Le nouveau rapport de l’agence onusienne relate des avancées notables, mais marquées par de grands écarts, en particulier dans le déploiement de l’accès à la thérapie antirétrovirale. Le rapport souligne l’urgence pour les pays de redoubler d’efforts et d’agir sans tarder pour soigner les millions de personnes laissées de côté.

« Nous devrons mener des actions efficaces chaque jour de la décennie à venir pour remettre le monde sur la voie des objectifs 2030 et mettre fin à l’épidémie du sida », a déclaré Mme Byanyima. « Des millions de vies ont été sauvées, en particulier des vies de femmes en Afrique. Les nombreuses avancées enregistrées doivent être partagées avec toutes les communautés du monde. La stigmatisation et la discrimination ainsi que les inégalités généralisées sont autant d’obstacles à surmonter pour mettre fin à l’épidémie de sida. Les pays doivent écouter les preuves apportées, prendre leurs responsabilités et défendre les droits humains ».

Quatorze pays ont atteint le triple objectif 90-90-90 du traitement contre le VIH (90% des personnes vivant avec le VIH connaissent leur statut sérologique ; 90% des personnes se sachant séropositives suivent un traitement antirétroviral ; 90% des personnes sous traitement antirétroviral présentent une charge virale indétectable).

Alors qu’il affiche l’un des taux de prévalence parmi les plus élevés au monde, 27% en 2019, l’Eswatini fait partie de ces pays et a même déjà dépassé ces objectifs pour atteindre le suivant : 95-95-95.

Le déploiement de la thérapie antirétrovirale a sauvé des millions de vies et évité des millions de nouvelles infections. Pourtant, 690.000 personnes sont mortes de maladies liées au sida l’an dernier. 12,6 millions sur les 38 vivant avec le VIH n’avaient pas accès au traitement vital.

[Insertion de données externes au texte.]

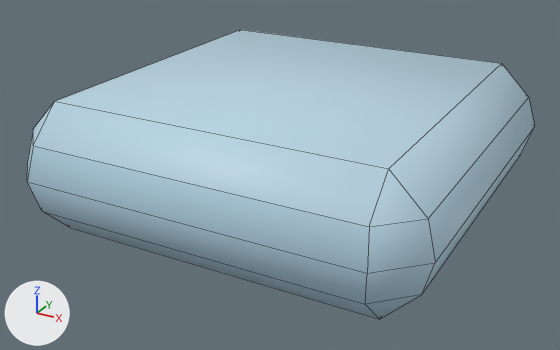
One commit to the FBX model Assets/Models/TinyTreats Bathroom/towel_blue.fbx: the scene before it, then after it.
Camera for both pictures: a camera (50 mm lens) standing at (0.529, -1.011, 0.544) and looking at (-0.011, -0.029, 0.053). The axes (+X, +Y, +Z) are drawn at lower left. The lights are the same throughout. Mesh edges are drawn as thin lines. Objects named as collision shapes, trigger or cutter boxes, shadow casters or lower levels of detail are left out. Where no turn or scale is listed for an object, it has been applied to the vertices.

In view in the first picture: 'towel_blue'.
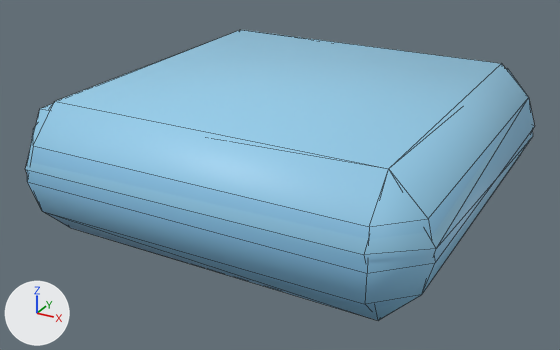
Edits to the scene script, one JSON object a line:
```json
{"op": "set", "path": "img_tiny_treats_texture_1_png", "old": "load_image('tiny_treats_texture_1.png', 'tiny_treats_texture_1.png', 1024, 1024, 'Non-Color')", "new": "load_image('tiny_treats_texture_1.png', 'tiny_treats_texture_1.png', 1024, 1024, 'sRGB')"}
{"op": "remove", "block": "mat_tiny_treats_1", "code": "n3 = _N.new('ShaderNodeTexImage'); n3.name = 'Image Texture.001'"}
{"op": "remove", "block": "mat_tiny_treats_1", "code": "n3.image = img_tiny_treats_texture_1_png"}
{"block": "mat_tiny_treats_1", "where": "n0 = _N.new('ShaderNodeBsdfPrincipled'); n0.name = 'Principled BSDF'"}
{"op": "remove", "block": "mat_tiny_treats_1", "code": "_L.new(n3.outputs[0], n0.inputs[4])  # 'Color' to 'Alpha'"}
{"block": "mat_tiny_treats_1", "where": "n2 = _N.new('ShaderNodeTexImage'); n2.name = 'Image Texture'"}
{"op": "add", "block": "mat_tiny_treats_1", "code": "_L.new(n2.outputs[1], n0.inputs[4])  # 'Alpha' to 'Alpha'"}
{"op": "add", "block": "me_towel_blue_001", "code": ["me_towel_blue_001 = bpy.data.meshes.new('towel_blue.001')", "me_towel_blue_001.from_pydata(...)  # 20 vertices, 26 faces; spans x -0.315..0.314, y -0.315..0.315, z 0.0..0.2", "me_towel_blue_001.materials.append(mat_tiny_treats_1)  # picture img_tiny_treats_texture_1_png"]}
{"op": "add", "block": "ob_towel_blue_lod1", "code": ["ob_towel_blue_lod1 = bpy.data.objects.new('towel_blue_LOD1', me_towel_blue_001)", "ob_towel_blue_lod1.location = (0.0, 0.0, 0.0)"]}
```

Boxes [x1, y1, x2, y2] around the edits, measured in the pictures (560 x 350 px):
```json
{"object": "towel_blue", "change": "surface changed", "before": [27, 30, 534, 319], "after": [27, 30, 534, 319]}
{"object": "towel_blue_LOD1", "change": "added", "after": [25, 68, 533, 321], "on screen": "blue"}
```

Grand retard dans la prévention de nouvelles infections au VIH

Le monde a accumulé un grand retard dans la prévention de nouvelles infections au VIH. 1,7 million de personnes a contracté le virus, soit plus du triple de l’objectif mondial. On constate des progrès en Afrique orientale et australe, où les nouvelles infections au VIH ont reculé de 38%, depuis 2010. Ces chiffres contrastent avec ceux d’Europe de l’Est et d’Asie centrale où les nouvelles infections au VIH ont explosé de 72% depuis 2010. Leur nombre a également bondi de 22% au Moyen-Orient et en Afrique du Nord et de 21% en Amérique latine.

L’ONUSIDA fait état d’avancées disparates aux dépends des personnes vulnérables. 62% environ des nouvelles infections au VIH concernent les gays et autres hommes ayant des rapports sexuels avec des hommes, les professionnel-les du sexe, les consommatrices et consommateurs de drogues et la population incarcérée, alors même qu’ils ne représentent qu’une très faible part de la population globale.